九份行くならここも寄りたい!瑞芳の美食廣場

どうもお世話になっております。
九份に2泊3日したところ、どうやら九份はいわゆる景色を堪能する街で、飯キチの私にはあまり肌が合わなかったことがよくわかりました。食事があまり美味しくないように思えたし、観光地価格で多くの商品が割高なのがどうも満足度の低下につながったようです。現場からは以上です。

九份からほど近い瑞芳に美味しいものがあるそうな

そんな訳で(現地の人なら美味しい場所を知っているだろう!)という予想のもと、宿のスタッフである台湾女性に「普段外食するならどこ?」と聞いたところ、どうやらここからバスで少し行ったところにある瑞芳(ルイファンと読む)美食廣場がおすすめとの情報をゲット。ふむふむ、Googleで見てみても確かに、美味しそうな料理の写真がたくさん。口コミもたくさんあります。

おすすめは胡椒餅とのこと。オッケー!

九份から瑞芳へ

フードコート

という訳で、九份から基隆に行くついでに美食廣場へも立ち寄ることに。出発したのは10時頃。788の基隆行きバスに乗り込み、10〜15分ほどで到着しました。うっかり本を読んでいて1駅分乗り過ごしましたが、九份で食べ逃したアイスを食べた後だったのでカロリー消費ついでにえっちらおっちら歩きました。

橋を渡り、左手に見える小学校を背にするように右折。そこから歩いて2〜3分ほどの場所にこのフードコートはあります。
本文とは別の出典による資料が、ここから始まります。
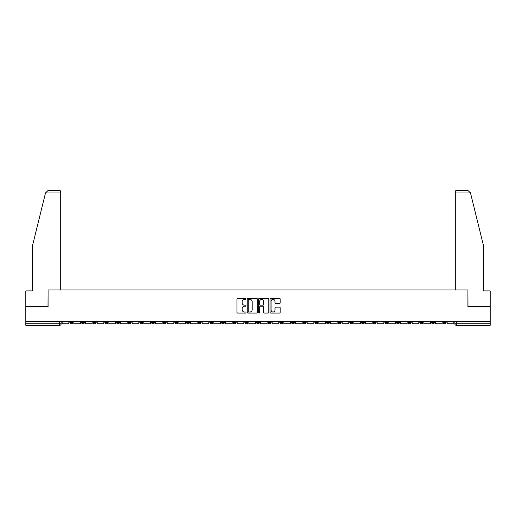 <?xml version="1.0" encoding="UTF-8"?>
<svg xmlns="http://www.w3.org/2000/svg" width="516" height="516" viewBox="0 0 516 516"><rect width="100%" height="100%" fill="white"/><g stroke="black" fill="none" stroke-linecap="round" stroke-linejoin="round"><path stroke-width="0.77" d="M246.035 298.887A0.516 0.516 0 0 0 245.519 298.371L237.721 298.371A0.735 0.735 0 0 0 236.986 299.106L236.986 312.315A0.735 0.735 0 0 0 237.721 313.051L245.519 313.051A0.516 0.516 0 0 0 246.035 312.535A0.516 0.516 0 0 0 245.519 312.025L244.513 312.025A2.348 2.348 0 0 1 242.165 309.677L242.165 308.574A2.348 2.348 0 0 1 244.513 306.227L245.519 306.227A0.516 0.516 0 0 0 246.035 305.711A0.516 0.516 0 0 0 245.519 305.195L244.513 305.195A2.348 2.348 0 0 1 242.165 302.847L242.165 301.75A2.348 2.348 0 0 1 244.513 299.396L245.519 299.396A0.516 0.516 0 0 0 246.035 298.887M384.833 321.487L384.833 322.313L387.826 322.313A1.496 1.496 0 0 1 386.329 323.809A1.496 1.496 0 0 1 384.833 322.313L384.833 321.487M373.165 321.487L373.165 322.313L376.158 322.313A1.496 1.496 0 0 1 374.661 323.809A1.496 1.496 0 0 1 373.165 322.313L373.165 321.487M303.169 321.487L303.169 322.313L306.162 322.313A1.496 1.496 0 0 1 304.666 323.809A1.496 1.496 0 0 1 303.169 322.313L303.169 321.487M291.501 321.487L291.501 322.313L294.494 322.313A1.496 1.496 0 0 1 292.998 323.809A1.496 1.496 0 0 1 291.501 322.313L291.501 321.487M279.84 321.487L279.84 322.313L282.826 322.313A1.496 1.496 0 0 1 281.33 323.809A1.496 1.496 0 0 1 279.84 322.313L279.84 321.487M256.504 321.487L256.504 322.313L259.496 322.313A1.496 1.496 0 0 1 258 323.809A1.496 1.496 0 0 1 256.504 322.313L256.504 321.487M233.174 322.313L233.174 321.487L233.174 322.313A1.496 1.496 0 0 0 234.67 323.809A1.496 1.496 0 0 1 233.174 322.313L236.16 322.313A1.496 1.496 0 0 1 234.67 323.809A1.496 1.496 0 0 0 236.16 322.313L236.16 321.487L236.16 322.313M221.506 322.313L221.506 321.487L221.506 322.313A1.496 1.496 0 0 0 223.002 323.809A1.496 1.496 0 0 1 221.506 322.313L224.499 322.313A1.496 1.496 0 0 1 223.002 323.809M209.838 322.313L209.838 321.487L209.838 322.313A1.496 1.496 0 0 0 211.334 323.809A1.496 1.496 0 0 1 209.838 322.313L212.831 322.313A1.496 1.496 0 0 1 211.334 323.809A1.496 1.496 0 0 0 212.831 322.313L212.831 321.487L212.831 322.313M198.176 321.487L198.176 322.313L201.163 322.313A1.496 1.496 0 0 1 199.673 323.809A1.496 1.496 0 0 1 198.176 322.313L198.176 321.487M186.508 321.487L186.508 322.313L189.501 322.313A1.496 1.496 0 0 1 188.005 323.809A1.496 1.496 0 0 1 186.508 322.313L186.508 321.487M174.84 321.487L174.84 322.313L177.833 322.313A1.496 1.496 0 0 1 176.337 323.809A1.496 1.496 0 0 1 174.84 322.313L174.84 321.487M163.179 322.313L163.179 321.487L163.179 322.313A1.496 1.496 0 0 0 164.669 323.809A1.496 1.496 0 0 1 163.179 322.313L166.165 322.313A1.496 1.496 0 0 1 164.669 323.809M139.842 322.313L139.842 321.487L139.842 322.313A1.496 1.496 0 0 0 141.339 323.809A1.496 1.496 0 0 1 139.842 322.313L142.835 322.313A1.496 1.496 0 0 1 141.339 323.809A1.496 1.496 0 0 0 142.835 322.313L142.835 321.487L142.835 322.313M128.174 322.313L128.174 321.487L128.174 322.313A1.496 1.496 0 0 0 129.671 323.809A1.496 1.496 0 0 1 128.174 322.313L131.167 322.313A1.496 1.496 0 0 1 129.671 323.809A1.496 1.496 0 0 0 131.167 322.313L131.167 321.487L131.167 322.313M116.513 322.313L116.513 321.487L116.513 322.313A1.496 1.496 0 0 0 118.009 323.809A1.496 1.496 0 0 1 116.513 322.313L119.506 322.313A1.496 1.496 0 0 1 118.009 323.809A1.496 1.496 0 0 0 119.506 322.313L119.506 321.487L119.506 322.313M104.845 322.313L104.845 321.487L104.845 322.313A1.496 1.496 0 0 0 106.341 323.809A1.496 1.496 0 0 1 104.845 322.313L107.838 322.313A1.496 1.496 0 0 1 106.341 323.809M93.177 322.313L93.177 321.487L93.177 322.313A1.496 1.496 0 0 0 94.673 323.809A1.496 1.496 0 0 1 93.177 322.313L96.169 322.313A1.496 1.496 0 0 1 94.673 323.809A1.496 1.496 0 0 0 96.169 322.313L96.169 321.487L96.169 322.313M81.515 322.313L81.515 321.487L81.515 322.313A1.496 1.496 0 0 0 83.011 323.809A1.496 1.496 0 0 1 81.515 322.313L84.501 322.313A1.496 1.496 0 0 1 83.011 323.809A1.496 1.496 0 0 0 84.501 322.313L84.501 321.487L84.501 322.313M279.453 303.543A0.735 0.735 0 0 0 280.188 302.815L280.188 299.106A0.735 0.735 0 0 0 279.453 298.371L270.79 298.371A0.735 0.735 0 0 0 270.055 299.106L270.055 312.315A0.735 0.735 0 0 0 270.79 313.051L279.453 313.051A0.735 0.735 0 0 0 280.188 312.315L280.188 307.839A0.735 0.735 0 0 0 279.453 307.104L275.744 307.104A0.735 0.735 0 0 0 275.009 307.839L275.009 310.058A1.961 1.961 0 0 1 273.048 312.025A1.961 1.961 0 0 1 271.087 310.058L271.087 301.363A1.961 1.961 0 0 1 273.048 299.396A1.961 1.961 0 0 1 275.009 301.363L275.009 302.815A0.735 0.735 0 0 0 275.744 303.543L279.453 303.543M45.511 192.939L47.82 190.694L60.275 190.694L60.275 192.939L45.511 192.939L32.231 246.783L32.231 290.901L25.8 290.901L25.8 306.607L48.085 306.607L48.085 289.934L467.915 289.934L467.915 306.607L490.2 306.607L490.2 321.487L25.8 321.487L25.8 323.809L61.172 323.809L61.172 321.487L61.172 323.809A1.496 1.496 0 0 1 59.675 325.306L25.8 325.306L25.8 323.809M25.8 306.607L25.8 321.487M257.355 299.106A0.735 0.735 0 0 0 256.626 298.371L247.964 298.371A0.735 0.735 0 0 0 247.229 299.106L247.229 312.315A0.735 0.735 0 0 0 247.964 313.051L256.626 313.051A0.735 0.735 0 0 0 257.355 312.315L257.355 299.106M259.374 298.371L268.036 298.371A0.735 0.735 0 0 1 268.772 299.106L268.772 312.315A0.735 0.735 0 0 1 268.036 313.051L264.334 313.051A0.735 0.735 0 0 1 263.599 312.315L263.599 306.962A0.735 0.735 0 0 0 262.863 306.227L260.406 306.227A0.735 0.735 0 0 0 259.671 306.962L259.671 312.535A0.516 0.516 0 0 1 259.155 313.051A0.516 0.516 0 0 1 258.645 312.535L258.645 299.106A0.735 0.735 0 0 1 259.374 298.371M454.828 321.487L454.828 323.809L490.2 323.809L490.2 325.306L456.325 325.306A1.496 1.496 0 0 1 454.828 323.809A1.496 1.496 0 0 0 456.325 325.306L456.325 321.487M490.2 321.487L490.2 323.809M446.153 321.487L446.153 322.313A1.496 1.496 0 0 1 444.657 323.809A1.496 1.496 0 0 1 443.16 322.313L446.153 322.313M443.16 321.487L443.16 322.313M434.485 321.487L434.485 322.313A1.496 1.496 0 0 1 432.988 323.809A1.496 1.496 0 0 1 431.499 322.313L434.485 322.313M431.499 321.487L431.499 322.313M422.823 321.487L422.823 322.313A1.496 1.496 0 0 1 421.327 323.809A1.496 1.496 0 0 1 419.83 322.313A1.496 1.496 0 0 0 421.327 323.809M419.83 321.487L419.83 322.313L422.823 322.313M411.155 321.487L411.155 322.313A1.496 1.496 0 0 1 409.659 323.809A1.496 1.496 0 0 1 408.162 322.313L411.155 322.313M408.162 321.487L408.162 322.313M399.487 321.487L399.487 322.313A1.496 1.496 0 0 1 397.991 323.809A1.496 1.496 0 0 1 396.494 322.313L399.487 322.313M396.494 321.487L396.494 322.313M387.826 321.487L387.826 322.313M376.158 321.487L376.158 322.313L376.158 321.487M364.49 321.487L364.49 322.313A1.496 1.496 0 0 1 362.993 323.809A1.496 1.496 0 0 1 361.497 322.313L364.49 322.313M361.497 321.487L361.497 322.313M352.821 321.487L352.821 322.313A1.496 1.496 0 0 1 351.332 323.809A1.496 1.496 0 0 1 349.835 322.313L352.821 322.313M349.835 321.487L349.835 322.313M341.16 321.487L341.16 322.313A1.496 1.496 0 0 1 339.663 323.809A1.496 1.496 0 0 1 338.167 322.313L341.16 322.313M338.167 321.487L338.167 322.313M329.492 321.487L329.492 322.313A1.496 1.496 0 0 1 327.995 323.809A1.496 1.496 0 0 1 326.499 322.313L329.492 322.313M326.499 321.487L326.499 322.313M317.824 321.487L317.824 322.313A1.496 1.496 0 0 1 316.327 323.809A1.496 1.496 0 0 1 314.837 322.313L317.824 322.313M314.837 321.487L314.837 322.313M306.162 321.487L306.162 322.313A1.496 1.496 0 0 1 304.666 323.809M294.494 321.487L294.494 322.313M282.826 322.313L282.826 321.487L282.826 322.313A1.496 1.496 0 0 1 281.33 323.809M271.164 321.487L271.164 322.313A1.496 1.496 0 0 1 269.668 323.809A1.496 1.496 0 0 1 268.172 322.313A1.496 1.496 0 0 0 269.668 323.809A1.496 1.496 0 0 0 271.164 322.313L268.172 322.313L268.172 321.487M259.496 322.313L259.496 321.487L259.496 322.313A1.496 1.496 0 0 1 258 323.809M247.828 321.487L247.828 322.313A1.496 1.496 0 0 1 246.332 323.809A1.496 1.496 0 0 1 244.836 322.313A1.496 1.496 0 0 0 246.332 323.809M244.836 321.487L244.836 322.313L247.828 322.313M224.499 321.487L224.499 322.313L224.499 321.487M201.163 322.313L201.163 321.487L201.163 322.313A1.496 1.496 0 0 1 199.673 323.809M189.501 322.313L189.501 321.487L189.501 322.313A1.496 1.496 0 0 1 188.005 323.809M177.833 322.313L177.833 321.487L177.833 322.313A1.496 1.496 0 0 1 176.337 323.809M166.165 321.487L166.165 322.313L166.165 321.487M154.503 322.313L154.503 321.487L154.503 322.313A1.496 1.496 0 0 1 153.007 323.809A1.496 1.496 0 0 1 151.511 322.313L154.503 322.313A1.496 1.496 0 0 1 153.007 323.809M151.511 321.487L151.511 322.313M107.838 321.487L107.838 322.313L107.838 321.487M72.84 321.487L72.84 322.313A1.496 1.496 0 0 1 71.343 323.809A1.496 1.496 0 0 1 69.847 322.313A1.496 1.496 0 0 0 71.343 323.809A1.496 1.496 0 0 0 72.84 322.313L72.84 321.487M69.847 321.487L69.847 322.313L72.84 322.313M59.675 321.487L59.675 325.306A1.496 1.496 0 0 0 61.172 323.809M248.77 299.396A0.516 0.516 0 0 0 248.254 299.912L248.254 311.509A0.516 0.516 0 0 0 248.77 312.025L249.834 312.025A2.348 2.348 0 0 0 252.182 309.677L252.182 301.75A2.348 2.348 0 0 0 249.834 299.396L248.77 299.396M263.599 301.396A1.961 1.961 0 0 0 261.631 299.435A1.961 1.961 0 0 0 259.671 301.396L259.671 304.466A0.735 0.735 0 0 0 260.406 305.195L262.863 305.195A0.735 0.735 0 0 0 263.599 304.466L263.599 301.396M68.834 321.487L68.834 323.809L62.184 323.809L62.184 321.487M60.275 289.934L60.275 192.939M48.007 306.607L48.085 289.934M490.2 306.607L490.2 290.901L483.769 290.901L483.769 246.783L470.353 192.404L470.489 192.939L468.18 190.694L455.725 190.694L455.725 289.934M467.993 306.607L467.915 289.934M80.502 321.487L80.502 323.809L73.846 323.809L73.846 321.487M92.171 321.487L92.171 323.809L85.514 323.809L85.514 321.487M103.839 321.487L103.839 323.809L97.182 323.809L97.182 321.487M115.5 321.487L115.5 323.809L108.844 323.809L108.844 321.487M127.168 321.487L127.168 323.809L120.512 323.809L120.512 321.487M138.836 321.487L138.836 323.809L132.18 323.809L132.18 321.487M150.498 321.487L150.498 323.809L143.841 323.809L143.841 321.487M162.166 321.487L162.166 323.809L155.51 323.809L155.51 321.487M173.834 321.487L173.834 323.809L167.178 323.809L167.178 321.487M185.496 321.487L185.496 323.809L178.846 323.809L178.846 321.487M197.164 321.487L197.164 323.809L190.507 323.809L190.507 321.487M208.832 321.487L208.832 323.809L202.175 323.809L202.175 321.487M220.5 321.487L220.5 323.809L213.843 323.809L213.843 321.487M232.161 321.487L232.161 323.809L225.505 323.809L225.505 321.487M243.829 321.487L243.829 323.809L237.173 323.809L237.173 321.487M255.497 321.487L255.497 323.809L248.841 323.809L248.841 321.487M267.159 321.487L267.159 323.809L260.503 323.809L260.503 321.487M278.827 321.487L278.827 323.809L272.171 323.809L272.171 321.487M290.495 321.487L290.495 323.809L283.839 323.809L283.839 321.487M302.157 321.487L302.157 323.809L295.5 323.809L295.5 321.487M313.825 321.487L313.825 323.809L307.168 323.809L307.168 321.487M325.493 321.487L325.493 323.809L318.836 323.809L318.836 321.487M337.154 321.487L337.154 323.809L330.504 323.809L330.504 321.487M348.822 321.487L348.822 323.809L342.166 323.809L342.166 321.487M360.49 321.487L360.49 323.809L353.834 323.809L353.834 321.487M372.159 321.487L372.159 323.809L365.502 323.809L365.502 321.487M383.82 321.487L383.82 323.809L377.164 323.809L377.164 321.487M395.488 321.487L395.488 323.809L388.832 323.809L388.832 321.487M407.156 321.487L407.156 323.809L400.5 323.809L400.5 321.487M418.818 321.487L418.818 323.809L412.161 323.809L412.161 321.487M430.486 321.487L430.486 323.809L423.83 323.809L423.83 321.487M442.154 321.487L442.154 323.809L435.498 323.809L435.498 321.487M453.816 321.487L453.816 323.809L447.166 323.809L447.166 321.487M470.489 192.939L455.725 192.939"/></g></svg>

10時の時点ではまだ全てのお店が開店している訳ではなく、お目当のお店もスタッフの姿が見当たりません。どうやらお昼に全てのお店が開くようでした。

フードコート内を散策

フードコート
おじさんの腕がちょっと入っちゃった

今回のお目当は胡椒餅と豚の血、あと牛のスープみたいなもの。いずれもGoogleMapsで見つけたものです。

しかし豚の血以外全ての店が10時の時点で開店前…ということで建物内をぐるぐる周り、豚や牛の肝などをディスプレイしている入って左手の、あたたかそうなお店にイン。本当は入るつもりなかったのだけど、おばあちゃんがあまりに優しい笑顔で引き込むから…。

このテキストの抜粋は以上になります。